For the spouse of a narcissist, this is sobering news.  I believe what Al-Anon teaches about alcoholics also applies to narcissists: “You didn’t CAUSE it, you can’t CONTROL it, and you can’t CURE it.”  So you need to educate yourself, remind yourself that you are not the crazy one, think through the options and decide what YOU are going to do with your life.  Check out our Helpful Resources page.   Start practicing some of the “Healing from Emotional Abuse” ideas.  Gear up for a difficult but worthwhile journey.  It’s unlikely you will ever change the narcissist; but you can change and heal yourself.

Blessings,

Melissa

 

4 thoughts on “What is Narcissistic Personality Disorder (NPD)?

  1. I’m afraid this sounds a lot like my spouse. I’ve been in a very difficult marriage for 4 years now, and I’ve been trying to please my husband b/c I believe that marriage is for better or for worse. There has been a bunch of “worse” though, and many of the things you list here are involved. Thank you for the information – I have a lot to think through.

    • I hear you Tiffany. I was married for 8 years and did all I could to make the marriage work. I was starting to think that I was going crazy and my self esteem was so low. My ex is a passive aggressive narcissist and would withhold all aspects of the marriage for weeks and months at a time. This was his way of punishing me and teaching me a lesson because, I was not meeting his unrealistic expectations. This article hit the nail on the head and after I left, I myself did some research as well. I nearly passed out when I learned about NPD and exactly who I was dealing with. With much counselling, prayer and confiding in close friendships, I am healing from the past abuse. I had no choice but to retain a lawyer and proceed with court. Narcissists do not negotiate nor have the same rational thinking as you and I. I pray that you will seek wise counsel and also, dig deep into Gods word. That is what got me through the war zone of my marriage and God is still my strength now. Take Care

  2. So..what if you don’t “know ” for sure your husband is NPD. People have said to me he “probably is one” and I have read up and sooo many of the signs are there..but a lot of NPD’s don’t end up in a therapists office so can’t officially get diagnosed..then what?

    So just some quick background- I have been married for 11 years- woke up to the realty of emotional and verbal abuse for the past 11 years 2 years ago…have been struggling ever since…I have been standing up and working on myself – I see some behaviour change–and finally after 2 years of boundaries and consequences I see some openness..but now what?
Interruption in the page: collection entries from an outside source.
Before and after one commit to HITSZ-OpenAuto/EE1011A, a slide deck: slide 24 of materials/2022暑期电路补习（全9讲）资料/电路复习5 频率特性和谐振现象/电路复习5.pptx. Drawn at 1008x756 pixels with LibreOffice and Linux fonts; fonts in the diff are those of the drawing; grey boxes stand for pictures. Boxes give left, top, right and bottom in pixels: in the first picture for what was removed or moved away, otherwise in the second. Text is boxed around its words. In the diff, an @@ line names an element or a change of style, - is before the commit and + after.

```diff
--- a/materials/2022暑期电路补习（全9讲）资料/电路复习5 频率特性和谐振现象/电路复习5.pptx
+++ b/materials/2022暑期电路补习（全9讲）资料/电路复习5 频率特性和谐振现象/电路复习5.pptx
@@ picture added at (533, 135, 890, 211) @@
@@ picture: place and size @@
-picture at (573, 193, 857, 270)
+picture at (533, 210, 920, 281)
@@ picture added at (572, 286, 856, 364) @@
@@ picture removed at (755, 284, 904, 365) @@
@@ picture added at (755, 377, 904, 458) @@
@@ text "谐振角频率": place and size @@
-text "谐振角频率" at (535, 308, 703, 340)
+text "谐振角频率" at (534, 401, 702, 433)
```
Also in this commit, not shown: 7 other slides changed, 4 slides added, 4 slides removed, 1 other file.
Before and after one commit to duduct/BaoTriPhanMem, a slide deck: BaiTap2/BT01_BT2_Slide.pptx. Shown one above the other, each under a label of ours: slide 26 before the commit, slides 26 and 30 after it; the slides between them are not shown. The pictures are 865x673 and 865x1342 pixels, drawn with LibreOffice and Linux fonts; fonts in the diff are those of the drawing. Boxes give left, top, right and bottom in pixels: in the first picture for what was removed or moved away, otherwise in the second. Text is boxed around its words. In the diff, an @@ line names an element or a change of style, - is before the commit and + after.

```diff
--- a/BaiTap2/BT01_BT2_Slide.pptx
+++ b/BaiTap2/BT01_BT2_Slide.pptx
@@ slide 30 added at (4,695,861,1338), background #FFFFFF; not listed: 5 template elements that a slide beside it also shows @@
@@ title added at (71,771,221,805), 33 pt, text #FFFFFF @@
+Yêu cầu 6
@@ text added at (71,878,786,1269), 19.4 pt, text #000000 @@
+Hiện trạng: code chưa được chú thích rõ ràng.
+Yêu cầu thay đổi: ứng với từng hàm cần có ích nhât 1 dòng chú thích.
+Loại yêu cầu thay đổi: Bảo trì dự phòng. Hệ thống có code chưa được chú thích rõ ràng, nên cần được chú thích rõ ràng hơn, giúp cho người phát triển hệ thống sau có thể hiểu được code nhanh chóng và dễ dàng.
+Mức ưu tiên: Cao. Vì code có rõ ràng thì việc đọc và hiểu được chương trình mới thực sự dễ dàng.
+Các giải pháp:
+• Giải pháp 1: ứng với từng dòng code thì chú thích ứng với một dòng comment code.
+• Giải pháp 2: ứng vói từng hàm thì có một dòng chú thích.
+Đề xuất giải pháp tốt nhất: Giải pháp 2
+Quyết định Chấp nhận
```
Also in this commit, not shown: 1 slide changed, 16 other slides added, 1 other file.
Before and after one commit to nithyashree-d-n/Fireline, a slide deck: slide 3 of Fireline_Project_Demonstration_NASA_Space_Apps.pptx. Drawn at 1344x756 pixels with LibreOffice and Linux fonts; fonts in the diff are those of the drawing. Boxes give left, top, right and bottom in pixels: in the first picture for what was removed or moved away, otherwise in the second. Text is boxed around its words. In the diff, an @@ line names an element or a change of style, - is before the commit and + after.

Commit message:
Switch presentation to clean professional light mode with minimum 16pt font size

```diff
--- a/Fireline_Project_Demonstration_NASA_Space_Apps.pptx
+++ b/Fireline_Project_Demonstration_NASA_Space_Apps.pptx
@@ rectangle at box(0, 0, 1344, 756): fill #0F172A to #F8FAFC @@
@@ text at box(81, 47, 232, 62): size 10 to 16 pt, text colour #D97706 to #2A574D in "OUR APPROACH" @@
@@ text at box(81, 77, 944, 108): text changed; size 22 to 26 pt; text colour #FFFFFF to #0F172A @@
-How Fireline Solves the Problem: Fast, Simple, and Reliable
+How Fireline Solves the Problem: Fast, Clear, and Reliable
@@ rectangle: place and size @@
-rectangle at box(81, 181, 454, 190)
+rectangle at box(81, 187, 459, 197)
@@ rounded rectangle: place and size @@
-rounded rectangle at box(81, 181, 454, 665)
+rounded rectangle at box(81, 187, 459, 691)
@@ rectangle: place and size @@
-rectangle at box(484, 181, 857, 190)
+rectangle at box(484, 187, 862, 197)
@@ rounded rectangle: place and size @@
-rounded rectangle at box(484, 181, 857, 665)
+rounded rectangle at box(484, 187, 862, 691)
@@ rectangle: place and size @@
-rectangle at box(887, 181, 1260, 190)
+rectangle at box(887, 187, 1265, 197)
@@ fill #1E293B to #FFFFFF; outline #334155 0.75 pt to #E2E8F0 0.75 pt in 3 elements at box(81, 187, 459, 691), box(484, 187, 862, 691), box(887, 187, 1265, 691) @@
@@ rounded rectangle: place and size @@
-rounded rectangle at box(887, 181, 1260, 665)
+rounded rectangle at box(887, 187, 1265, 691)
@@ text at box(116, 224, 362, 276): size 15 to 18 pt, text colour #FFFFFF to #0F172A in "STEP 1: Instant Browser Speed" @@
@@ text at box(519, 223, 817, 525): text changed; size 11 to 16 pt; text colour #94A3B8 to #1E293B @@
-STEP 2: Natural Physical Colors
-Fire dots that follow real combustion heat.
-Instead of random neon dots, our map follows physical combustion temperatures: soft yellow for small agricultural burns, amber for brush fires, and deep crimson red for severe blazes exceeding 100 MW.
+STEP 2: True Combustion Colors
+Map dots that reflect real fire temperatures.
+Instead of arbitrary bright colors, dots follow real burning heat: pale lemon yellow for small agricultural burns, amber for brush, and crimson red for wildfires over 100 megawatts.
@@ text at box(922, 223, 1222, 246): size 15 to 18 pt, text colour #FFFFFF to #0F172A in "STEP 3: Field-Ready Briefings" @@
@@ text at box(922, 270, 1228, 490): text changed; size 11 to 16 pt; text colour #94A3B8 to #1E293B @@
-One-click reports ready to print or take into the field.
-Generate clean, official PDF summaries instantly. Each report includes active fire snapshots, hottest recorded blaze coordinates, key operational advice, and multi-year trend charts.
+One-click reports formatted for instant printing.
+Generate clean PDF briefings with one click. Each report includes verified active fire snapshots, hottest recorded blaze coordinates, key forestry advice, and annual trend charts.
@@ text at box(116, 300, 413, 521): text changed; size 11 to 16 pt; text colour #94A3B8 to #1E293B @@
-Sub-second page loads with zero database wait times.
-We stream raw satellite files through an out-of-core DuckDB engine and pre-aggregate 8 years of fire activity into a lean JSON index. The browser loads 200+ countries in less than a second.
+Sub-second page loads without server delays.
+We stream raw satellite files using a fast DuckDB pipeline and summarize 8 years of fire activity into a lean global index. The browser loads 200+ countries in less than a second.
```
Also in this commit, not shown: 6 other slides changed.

I still want out sometimes or at least separation but feel I can’t now that he is actually showing some signs of change? can you help me out here with some advice?

    • Dear Benedicta,
      First, I am so, so sorry that you have endured 11 years of emotional and verbal abuse. That is damaging to your heart and soul. I am glad you have woken up and become aware of the reality of what is really going on.

      I would recommend you read the book “Daily Wisdom for Why Does He Do That” by Lundy Bancroft. I have learned so much from the book. I think it will help you think through your needs and your sanity. It will help you heal from the gut wrenching and mind numbing effects of living with a Narcissist or angry/controlling spouse.

      As far as knowing for sure if your spouse has NPD, not many of us can get an official diagnosis, because, as you state, not many with NPD get a psychological evaluation. In the end, I don’t think it really matters. Whether he is NPD, or an “angry and controlling” spouse, if he is abusive, that (and the impacts on you) is what needs to be dealt with.

      I pray for your health and for healing from the trauma of being with an abusive partner.